Indian entrepreneur (born 1957)

Palliyulla Kariat Abdulla Koya (P K Abdulla Koya) (born 13 February 1957) is an Indian entrepreneur from Abu Dhabi and Garshom Award winner. He is the founder and chairman of the AKNOVEL Group..|.
Abdulla Koya has helped over 50,000 people across country to gain self-employment.

==Early life==
Abdulla Koya is from Calicut in North Kerala. He is the third son of the late Kasmi Koya and Beevi. He was forced to find out small jobs as daily wages to support his family. He worked in several sectors for earning the minimum to help his family. In 1978, Abdulla Koya arrived in United Arab Emirates.

==Personal life==
Abdulla Koya is married to Nazeema and has four children – Noora, Majidha, Ahamed Zayed and Shymah.

==Career history==
Koya established branded stamp products such as Sun Stamper with Japanese Technology during 1998 by providing products to the common business segment by associating with international manufactures and Addprint.
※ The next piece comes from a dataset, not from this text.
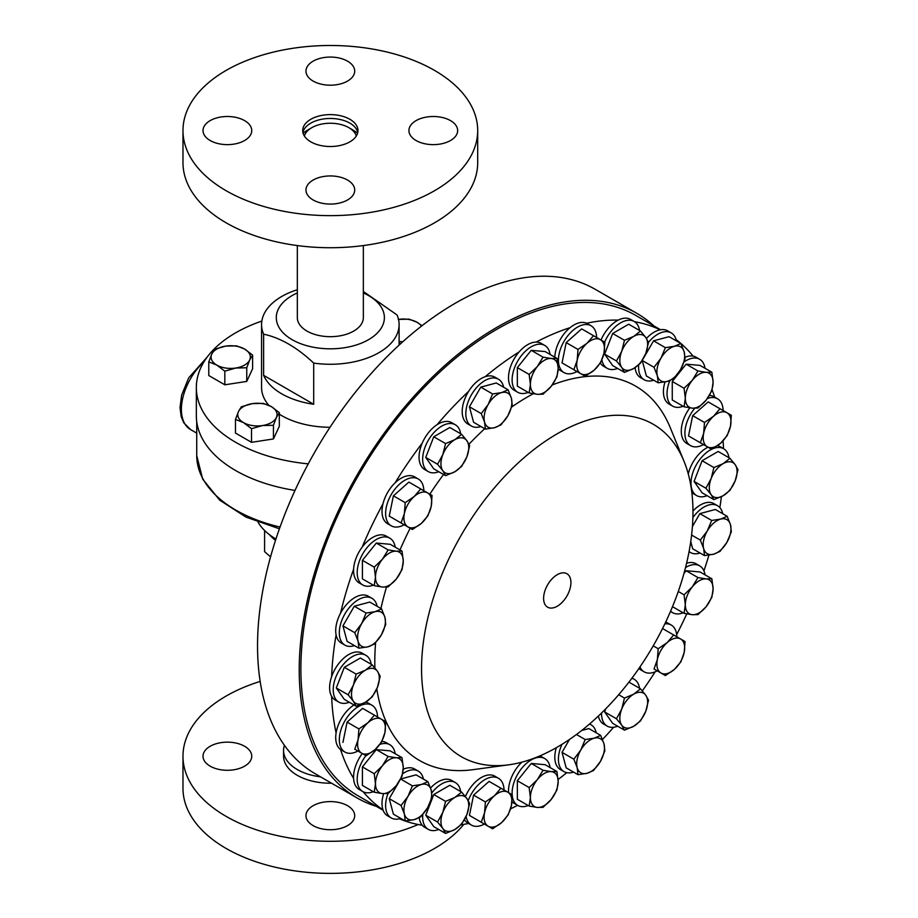 <?xml version="1.0" encoding="UTF-8"?>
<svg xmlns="http://www.w3.org/2000/svg" width="918" height="918" viewBox="0 0 918 918"><rect width="100%" height="100%" fill="white"/><g stroke="black" fill="none" stroke-linecap="round" stroke-linejoin="round"><path stroke-width="1.38" d="M557.26 606.224A19.324 11.154 120 0 0 569.94 589.012A19.324 11.154 120 0 0 566.716 573.612A19.324 11.154 120 0 0 557.26 574.679A19.324 11.154 120 0 0 544.695 591.513A19.324 11.154 120 0 0 547.403 607.062A19.324 11.154 120 0 0 557.26 606.224M400.741 818.408A27.035 15.606 -60 0 1 391.217 817.927A27.035 15.606 -60 0 1 385.721 803.296A27.035 15.606 -60 0 1 388.004 793.508M402.635 773.794A27.035 15.606 -60 0 1 418.252 771.097A27.035 15.606 -60 0 1 423.428 779.107M391.217 817.927L387.603 815.838A27.035 15.606 -60 0 1 382.99 809.871A27.035 15.606 -60 0 1 382.106 801.207A27.035 15.606 -60 0 1 383.621 793.668M403.22 769.273A27.035 15.606 -60 0 1 414.638 769.009L418.252 771.097M373.27 791.695A27.035 15.606 -60 0 1 362.794 791.557A27.035 15.606 -60 0 1 358.433 770.661A27.035 15.606 -60 0 1 365.903 755.64M379.926 744.383A27.035 15.606 -60 0 1 389.829 744.727A27.035 15.606 -60 0 1 395.188 753.735M362.794 791.557L359.179 789.469A27.035 15.606 -60 0 1 353.614 778.395A27.035 15.606 -60 0 1 354.818 768.573A27.035 15.606 -60 0 1 362.289 753.552M381.899 741.4A27.035 15.606 -60 0 1 386.214 742.651L389.829 744.727M258.096 522.262A76.228 44.018 0 0 0 275.928 539.038M269.559 534.769A67.978 39.245 0 0 0 275.492 540.381M376.46 806.406A279.783 161.534 -60 0 1 357.159 797.994A279.783 161.534 -60 0 1 314.277 573.796A279.783 161.534 -60 0 1 497.051 327.244A279.783 161.534 -60 0 1 636.943 313.394A279.783 161.534 -60 0 1 653.891 325.89M357.159 797.994L315.482 773.931A279.783 161.534 -60 0 1 272.6 549.733A279.783 161.534 -60 0 1 455.374 303.181A279.783 161.534 -60 0 1 595.266 289.331L636.943 313.394M308.23 463.865A133.994 77.364 180 0 1 196.337 387.568A133.994 77.364 180 0 1 235.582 332.867A133.994 77.364 180 0 1 261.837 321.07M295.011 490.43A133.994 77.364 180 0 1 196.337 415.797L196.337 387.568M363.344 291.465L397.058 314.966A68.77 39.703 180 0 1 399.101 324.57A68.77 39.703 180 0 1 378.962 352.638A68.77 39.703 180 0 1 313.704 363.092C297.065 347.417 280.369 337.778 263.615 334.175A68.77 39.703 180 0 1 261.573 324.57A68.77 39.703 180 0 1 281.711 296.491A68.77 39.703 180 0 1 297.329 289.732M330.021 427.272A68.77 39.703 180 0 1 279.313 414.179M268.802 405.286A68.77 39.703 180 0 1 261.573 387.568L261.573 324.57M263.615 334.175L263.615 375.347A68.77 39.703 180 0 0 313.704 404.276L313.704 363.092M363.344 292.922A54.036 31.189 180 0 1 368.543 339.683A54.036 31.189 180 0 1 292.131 339.683A54.036 31.189 180 0 1 292.131 295.562A54.036 31.189 180 0 1 297.329 292.922M363.344 245.565L363.344 317.617A33.014 19.06 180 0 1 344.732 334.772A33.014 19.06 180 0 1 297.329 317.617L297.329 245.565M303.135 133.339A32.073 18.521 180 0 1 307.656 130.058L311.776 127.682A26.255 15.158 180 0 1 318.89 124.756A26.255 15.158 180 0 1 348.897 127.682A26.255 15.158 180 0 1 356.276 136.059M182.98 130.563L182.98 162.647A147.362 85.076 0 0 0 226.138 222.81A147.362 85.076 0 0 0 386.73 241.25A147.362 85.076 0 0 0 477.693 162.647L477.693 130.563A147.362 85.076 0 0 0 434.535 70.411A147.362 85.076 0 0 0 273.943 51.97A147.362 85.076 0 0 0 182.98 130.563A147.362 85.076 0 0 0 226.138 190.726A147.362 85.076 0 0 0 386.73 209.166A147.362 85.076 0 0 0 477.693 130.563M302.917 132.49A27.62 15.95 180 0 1 321.323 119.34A27.62 15.95 180 0 1 349.873 123.138A27.62 15.95 180 0 1 357.756 132.49M349.873 119.294A27.62 15.95 0 0 0 319.762 115.829A27.62 15.95 0 0 0 302.711 130.563A27.62 15.95 0 0 0 310.8 141.842A27.62 15.95 0 0 0 340.911 145.296A27.62 15.95 0 0 0 357.963 130.563A27.62 15.95 0 0 0 349.873 119.294M416.061 140.511A24.361 14.068 180 0 1 408.923 130.563A24.361 14.068 180 0 1 423.967 117.573A24.361 14.068 180 0 1 450.52 120.625A24.361 14.068 180 0 1 457.657 130.563A24.361 14.068 180 0 1 442.614 143.564A24.361 14.068 180 0 1 416.061 140.511M313.107 81.071A24.361 14.068 180 0 1 305.969 71.122A24.361 14.068 180 0 1 321.013 58.132A24.361 14.068 180 0 1 347.566 61.185A24.361 14.068 180 0 1 354.704 71.122A24.361 14.068 180 0 1 339.66 84.123A24.361 14.068 180 0 1 313.107 81.071M210.153 140.511A24.361 14.068 180 0 1 203.016 130.563A24.361 14.068 180 0 1 218.059 117.573A24.361 14.068 180 0 1 244.613 120.625A24.361 14.068 180 0 1 251.75 130.563A24.361 14.068 180 0 1 236.706 143.564A24.361 14.068 180 0 1 210.153 140.511M313.107 199.952A24.361 14.068 180 0 1 305.969 190.003A24.361 14.068 180 0 1 321.013 177.013A24.361 14.068 180 0 1 347.566 180.066A24.361 14.068 180 0 1 354.704 190.003A24.361 14.068 180 0 1 339.66 203.004A24.361 14.068 180 0 1 313.107 199.952M304.397 136.059A26.255 15.158 180 0 1 311.776 127.682M438.747 829.493A27.035 15.606 -60 0 1 428.27 829.356A27.035 15.606 -60 0 1 422.923 820.405A27.035 15.606 -60 0 1 422.785 814.518M431.804 792.888A27.035 15.606 -60 0 1 455.305 782.538A27.035 15.606 -60 0 1 460.652 791.488A27.035 15.606 -60 0 1 460.664 791.545M455.305 782.538L451.69 780.449A27.035 15.606 120 0 0 430.565 788.011M419.216 817.686A27.035 15.606 120 0 0 419.308 818.317A27.035 15.606 120 0 0 422.223 825.236A277.431 160.168 -60 0 1 399.387 818.787M707.078 495.686A27.035 15.606 -60 0 1 696.601 495.559A27.035 15.606 -60 0 1 698.013 462.041A27.035 15.606 -60 0 1 711.611 449.269M708.007 447.181A27.035 15.606 120 0 0 694.398 459.964A27.035 15.606 120 0 0 688.27 473.94M691.862 492.702A27.035 15.606 120 0 0 692.987 493.471L696.601 495.559M700.032 553.015A27.035 15.606 -60 0 1 690.508 552.533A27.035 15.606 -60 0 1 689.097 551.534M692.895 517.603A27.035 15.606 -60 0 1 696.154 513.541A27.035 15.606 -60 0 1 717.543 505.715A27.035 15.606 -60 0 1 722.718 513.724M683.107 612.811A27.035 15.606 -60 0 1 672.63 612.673A27.035 15.606 -60 0 1 670.645 611.113M657.185 670.828A27.035 15.606 -60 0 1 655.819 671.517A27.035 15.606 -60 0 1 644.207 671.861A27.035 15.606 -60 0 1 639.984 666.927M638.894 668.511A27.035 15.606 120 0 0 640.592 669.784L644.207 671.861M617.63 726.218A27.035 15.606 -60 0 1 613.913 727.217A27.035 15.606 -60 0 1 607.154 726.081A27.035 15.606 -60 0 1 601.565 712.988M598.375 716.051A27.035 15.606 120 0 0 603.539 723.992L607.154 726.081M573.532 772.107A27.035 15.606 -60 0 1 566.372 772.577A27.035 15.606 -60 0 1 564.008 771.625A27.035 15.606 -60 0 1 561.988 744.337M556.308 747.7A27.035 15.606 120 0 0 560.405 769.536L564.008 771.625M528.194 392.411A27.035 15.606 -60 0 1 517.718 392.273A27.035 15.606 -60 0 1 516.432 391.378A27.035 15.606 -60 0 1 518.406 359.902A27.035 15.606 -60 0 1 544.753 345.443A27.035 15.606 -60 0 1 546.026 346.338A27.035 15.606 -60 0 1 550.1 354.451M480.94 426.526A27.035 15.606 -60 0 1 473.768 426.996A27.035 15.606 -60 0 1 471.416 426.044A27.035 15.606 -60 0 1 470.36 396.748A27.035 15.606 -60 0 1 496.087 378.262A27.035 15.606 -60 0 1 498.451 379.214L494.836 377.126A27.035 15.606 120 0 0 492.473 376.173A27.035 15.606 120 0 0 485.152 376.701A277.431 160.168 -60 0 1 519.06 351.973A27.035 15.606 120 0 0 512.818 389.289A27.035 15.606 120 0 0 514.103 390.184L517.718 392.273M576.986 371.538A27.035 15.606 -60 0 1 564.008 372.582A27.035 15.606 -60 0 1 560.106 368.302A27.035 15.606 -60 0 1 566.658 337.285A27.035 15.606 -60 0 1 591.043 325.752A27.035 15.606 -60 0 1 594.956 330.032A27.035 15.606 -60 0 1 596.643 337.514M558.178 368.703A27.035 15.606 120 0 0 560.405 370.493L564.008 372.582M604.641 342.127A27.035 15.606 -60 0 1 634.189 321.484A27.035 15.606 -60 0 1 639.536 330.434A27.035 15.606 -60 0 1 639.548 330.48M617.63 368.439A27.035 15.606 -60 0 1 607.154 368.302A27.035 15.606 -60 0 1 601.898 359.902M600.303 363.115A27.035 15.606 120 0 0 603.539 366.225L607.154 368.302M653.731 380.224A27.035 15.606 -60 0 1 644.207 379.742A27.035 15.606 -60 0 1 638.698 365.112A27.035 15.606 -60 0 1 638.721 364.871M635.107 367.636A27.035 15.606 120 0 0 640.592 377.654L644.207 379.742M683.107 406.249A27.035 15.606 -60 0 1 672.63 406.112A27.035 15.606 -60 0 1 668.27 385.216A27.035 15.606 -60 0 1 669.853 380.58M664.999 381.945A27.035 15.606 120 0 0 664.655 383.127A27.035 15.606 120 0 0 669.015 404.023L672.63 406.112M703.486 444.576A27.035 15.606 -60 0 1 690.508 445.609A27.035 15.606 -60 0 1 688.5 418.275A27.035 15.606 -60 0 1 694.731 408.269M689.82 407.856A27.035 15.606 120 0 0 684.885 416.187A27.035 15.606 120 0 0 686.894 443.532L690.508 445.609M349.299 702.247A27.035 15.606 -60 0 1 338.822 702.109A27.035 15.606 -60 0 1 340.234 668.602A27.035 15.606 -60 0 1 365.857 655.291A27.035 15.606 -60 0 1 371.216 664.288M365.857 655.291L362.243 653.203A27.035 15.606 120 0 0 336.631 666.514A27.035 15.606 120 0 0 331.639 676.612A277.431 160.168 -60 0 1 336.103 634.877A27.035 15.606 120 0 0 341.312 643.048L344.916 645.136A27.035 15.606 -60 0 1 350.573 606.132A27.035 15.606 -60 0 1 371.951 598.306A27.035 15.606 -60 0 1 377.137 606.316M371.951 598.306L368.347 596.218A27.035 15.606 120 0 0 346.958 604.055A27.035 15.606 120 0 0 340.521 613.235A277.431 160.168 -60 0 1 353.614 569.194A27.035 15.606 120 0 0 359.179 582.907L362.794 584.995A27.035 15.606 -60 0 1 358.112 565.316A27.035 15.606 -60 0 1 373.224 541.574A27.035 15.606 -60 0 1 389.829 538.166A27.035 15.606 -60 0 1 395.188 547.174M389.829 538.166L386.214 536.089A27.035 15.606 120 0 0 369.61 539.497A27.035 15.606 120 0 0 362.162 547.151A277.431 160.168 -60 0 1 382.99 503.798A27.035 15.606 120 0 0 387.603 523.719L391.217 525.807A27.035 15.606 -60 0 1 387.465 502.915A27.035 15.606 -60 0 1 406.64 479.322A27.035 15.606 -60 0 1 418.252 478.978A27.035 15.606 -60 0 1 423.852 490.74M404.195 524.763A27.035 15.606 -60 0 1 402.83 525.452A27.035 15.606 -60 0 1 391.217 525.807M418.252 478.978L414.638 476.89A27.035 15.606 120 0 0 403.025 477.245A27.035 15.606 120 0 0 395.084 482.845A277.431 160.168 -60 0 1 422.223 443.142A27.035 15.606 120 0 0 424.655 469.5L428.27 471.588A27.035 15.606 -60 0 1 425.722 445.471A27.035 15.606 -60 0 1 448.546 423.623A27.035 15.606 -60 0 1 455.305 424.759A27.035 15.606 -60 0 1 460.664 433.766M438.747 471.726A27.035 15.606 -60 0 1 435.029 472.724A27.035 15.606 -60 0 1 428.27 471.588M455.305 424.759L451.69 422.67A27.035 15.606 120 0 0 444.932 421.534A27.035 15.606 120 0 0 437.037 424.713A277.431 160.168 -60 0 1 468.628 391.355A27.035 15.606 120 0 0 467.801 423.955L471.416 426.044M498.451 379.214A27.035 15.606 -60 0 1 503.626 387.224M528.194 805.534A27.035 15.606 -60 0 1 517.718 805.396A27.035 15.606 -60 0 1 516.432 804.501A27.035 15.606 -60 0 1 512.255 795.654M512.175 794.713A27.035 15.606 -60 0 1 523.226 766.553A27.035 15.606 -60 0 1 544.753 758.566A27.035 15.606 -60 0 1 546.026 759.461A27.035 15.606 -60 0 1 550.1 767.574M544.753 758.566L541.138 756.478A27.035 15.606 120 0 0 539.899 755.893M521.872 762.17A27.035 15.606 120 0 0 508.561 792.624M512.003 801.655A27.035 15.606 120 0 0 512.818 802.412A27.035 15.606 120 0 0 514.103 803.307L517.718 805.396M357.905 751.016A27.035 15.606 -60 0 1 344.916 752.06A27.035 15.606 -60 0 1 342.919 724.715A27.035 15.606 -60 0 1 371.951 705.231A27.035 15.606 -60 0 1 377.55 716.992M371.951 705.231L368.347 703.142A27.035 15.606 120 0 0 365.685 702.121M354.015 704.967A27.035 15.606 120 0 0 339.304 722.638A27.035 15.606 120 0 0 336.103 732.943A277.431 160.168 -60 0 1 331.639 696.36A27.035 15.606 120 0 0 335.208 700.032L338.822 702.109M484.394 824.054A27.035 15.606 -60 0 1 471.416 825.087A27.035 15.606 -60 0 1 467.503 820.818A27.035 15.606 -60 0 1 466.114 816.4M468.226 800.599A27.035 15.606 -60 0 1 498.451 778.257A27.035 15.606 -60 0 1 502.353 782.538A27.035 15.606 -60 0 1 504.039 790.019M498.451 778.257L494.836 776.18A27.035 15.606 120 0 0 465.403 796.549M557.26 747.149A191.919 110.803 -60 0 1 508.847 764.797A191.919 110.803 -60 0 1 423.806 639.077A191.919 110.803 -60 0 1 557.26 433.755A191.919 110.803 -60 0 1 684.036 461.341A191.919 110.803 -60 0 1 557.26 747.149M508.847 764.797L473.091 769.663A216.12 124.779 -60 0 1 376.793 688.867M374.9 667.983A216.12 124.779 -60 0 1 375.623 642.715M380.936 608.508A216.12 124.779 -60 0 1 386.489 587.107M399.996 549.951A216.12 124.779 -60 0 1 410.174 528.217M429.831 494.182A216.12 124.779 -60 0 1 443.555 474.503M468.983 444.232A216.12 124.779 -60 0 1 484.738 428.717M511.705 407.018A216.12 124.779 -60 0 1 527.62 396.874A216.12 124.779 -60 0 1 533.22 393.753M383.127 810.261L358.341 795.952A277.431 160.168 -60 0 1 315.815 573.647A277.431 160.168 -60 0 1 497.051 329.172A277.431 160.168 -60 0 1 635.761 315.425L660.558 329.746M517.614 805.338A277.431 160.168 -60 0 1 510.603 808.827M468.559 823.446A277.431 160.168 -60 0 1 460.962 824.857M382.99 809.871A277.431 160.168 -60 0 1 363.149 791.752M353.614 778.395A277.431 160.168 -60 0 1 340.521 749.467A27.035 15.606 120 0 0 341.312 749.972L344.916 752.06M244.613 746.277A24.361 14.068 0 0 0 218.059 743.224A24.361 14.068 0 0 0 203.016 756.225A24.361 14.068 0 0 0 210.153 766.163A24.361 14.068 0 0 0 236.706 769.215A24.361 14.068 0 0 0 251.75 756.225A24.361 14.068 0 0 0 244.613 746.277M347.566 805.717A24.361 14.068 0 0 0 321.013 802.665A24.361 14.068 0 0 0 305.969 815.654A24.361 14.068 0 0 0 313.107 825.603A24.361 14.068 0 0 0 339.66 828.656A24.361 14.068 0 0 0 354.704 815.654A24.361 14.068 0 0 0 347.566 805.717M418.206 824.513A147.362 85.076 180 0 1 226.138 816.377A147.362 85.076 180 0 1 182.98 756.225A147.362 85.076 180 0 1 260.161 681.408M463.797 824.375A147.362 85.076 180 0 1 226.138 848.462A147.362 85.076 180 0 1 182.98 788.31L182.98 756.225M320.531 776.846A46.761 27.001 180 0 1 297.271 769.536A46.761 27.001 180 0 1 283.57 750.442A46.761 27.001 180 0 1 284.431 745.313M331.559 783.203A46.761 27.001 180 0 1 297.271 775.308A46.761 27.001 180 0 1 283.57 756.225L283.57 750.442M552.257 384.952A216.12 124.779 -60 0 1 670.381 427.949L684.036 461.341M464.451 819.717A27.035 15.606 120 0 0 467.801 822.998L471.416 825.087M566.785 772.681A277.431 160.168 -60 0 1 558.121 779.485M613.637 727.251A277.431 160.168 -60 0 1 602.506 739.46M655.165 671.804A277.431 160.168 -60 0 1 642.325 690.875M664.85 623.85A27.035 15.606 -60 0 1 671.242 625.043L667.627 622.955A27.035 15.606 120 0 0 665.676 622.117M686.756 613.901A277.431 160.168 -60 0 1 676.669 634.556M685.539 567.553A27.035 15.606 -60 0 1 699.665 565.844L696.051 563.755A27.035 15.606 120 0 0 686.595 563.262M708.925 555.138A277.431 160.168 -60 0 1 703.922 570.87M717.543 505.715L713.929 503.626A27.035 15.606 120 0 0 692.964 511.005M721.399 496.672A277.431 160.168 -60 0 1 719.838 507.597M712.471 448.879A27.035 15.606 -60 0 1 723.636 448.73L720.022 446.641A27.035 15.606 120 0 0 717.543 445.655M723.051 440.847A277.431 160.168 -60 0 1 723.533 448.673M707.365 398.527A27.035 15.606 -60 0 1 717.543 398.779L713.929 396.702A27.035 15.606 120 0 0 709.407 395.44M712.116 389.852A277.431 160.168 -60 0 1 714.686 397.138M676.073 339.557A277.431 160.168 -60 0 1 693.067 356.104A27.035 15.606 120 0 0 685.035 357.286M634.533 321.69A277.431 160.168 -60 0 1 660.145 329.814A27.035 15.606 120 0 0 646.433 338.455M591.043 325.752L587.44 323.664A27.035 15.606 120 0 0 586.602 323.239A277.431 160.168 -60 0 1 618.204 320.118A27.035 15.606 120 0 0 601.026 340.05M544.753 345.443L541.138 343.355A27.035 15.606 120 0 0 536.169 342.093A277.431 160.168 -60 0 1 570.078 327.669A27.035 15.606 120 0 0 554.816 357.171M501.584 822.631A19.645 11.349 -60 0 1 488.169 826.234A19.645 11.349 -60 0 1 484.566 812.809L481.25 822.241L492.599 828.793L501.584 822.631L508.09 815.046L511.406 805.614A19.645 11.349 -60 0 1 501.584 822.631M507.815 792.2A19.645 11.349 -60 0 1 511.406 805.614L512.244 794.759L500.907 788.206L494.389 795.791A19.645 11.349 -60 0 1 507.815 792.2M494.389 795.791A19.645 11.349 120 0 0 484.566 812.809L485.404 801.953L494.389 795.791M480.78 821.966L469.431 815.413L473.585 795.126L489.087 781.39L500.907 788.206M473.585 795.126L485.404 801.953M469.431 815.413L481.25 822.241M361.669 753.196A19.645 11.349 -60 0 1 358.077 739.782A19.645 11.349 -60 0 1 367.9 722.764L358.915 728.915L358.077 739.782L354.761 749.203L366.11 755.755L375.095 749.604A19.645 11.349 -60 0 1 361.669 753.196M384.917 732.587A19.645 11.349 -60 0 1 375.095 749.604L381.601 742.019L384.917 732.587L385.755 721.72L381.326 719.173A19.645 11.349 -60 0 1 384.917 732.587M381.326 719.173A19.645 11.349 120 0 0 367.9 722.764L374.406 715.179L381.326 719.173M342.942 742.387L347.096 722.099L362.587 708.352L374.406 715.179M347.096 722.099L358.915 728.915M340.521 749.467A27.035 15.606 -60 0 1 336.103 732.943M551.236 799.406A19.645 11.349 -60 0 1 537.34 807.427A19.645 11.349 -60 0 1 530.397 797.547L529.158 806.084L537.34 807.427L543.043 807.335L551.236 799.406L556.939 790.042L558.178 781.505A19.645 11.349 -60 0 1 551.236 799.406M551.236 771.613A19.645 11.349 -60 0 1 558.178 781.505L556.939 771.522L551.236 771.613L543.043 770.282L537.34 779.634A19.645 11.349 -60 0 1 551.236 771.613M537.34 779.634A19.645 11.349 120 0 0 530.397 797.547L529.158 787.564L537.34 779.634M529.158 806.084L517.339 799.268L517.339 780.736L531.235 763.455L545.12 764.694L556.939 771.522M531.235 763.455L543.043 770.282M517.339 780.736L529.158 787.564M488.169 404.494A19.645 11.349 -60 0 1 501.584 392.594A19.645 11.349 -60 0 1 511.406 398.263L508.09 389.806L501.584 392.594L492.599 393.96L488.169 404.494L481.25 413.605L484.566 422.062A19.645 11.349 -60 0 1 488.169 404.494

Koya entered the supply of telecommunication equipment, in the telecom and Power Project field through MELTRAX Electro Mechanical & communication system. His other notable diversification are M/S National Tile Works, Beta Granite (P) Ltd, Walayar steels, Musou Micro Flash Foams Pvt Ltd., Crest Wood.

Koya is also the Vice Chairman of CARE (The Cancer and Allied Ailments Research) Foundation.

==Philanthropy==
Currently, he is the Vice Chairman of MVR Cancer Centre & Research Institute. He has done various philanthropic activities across India.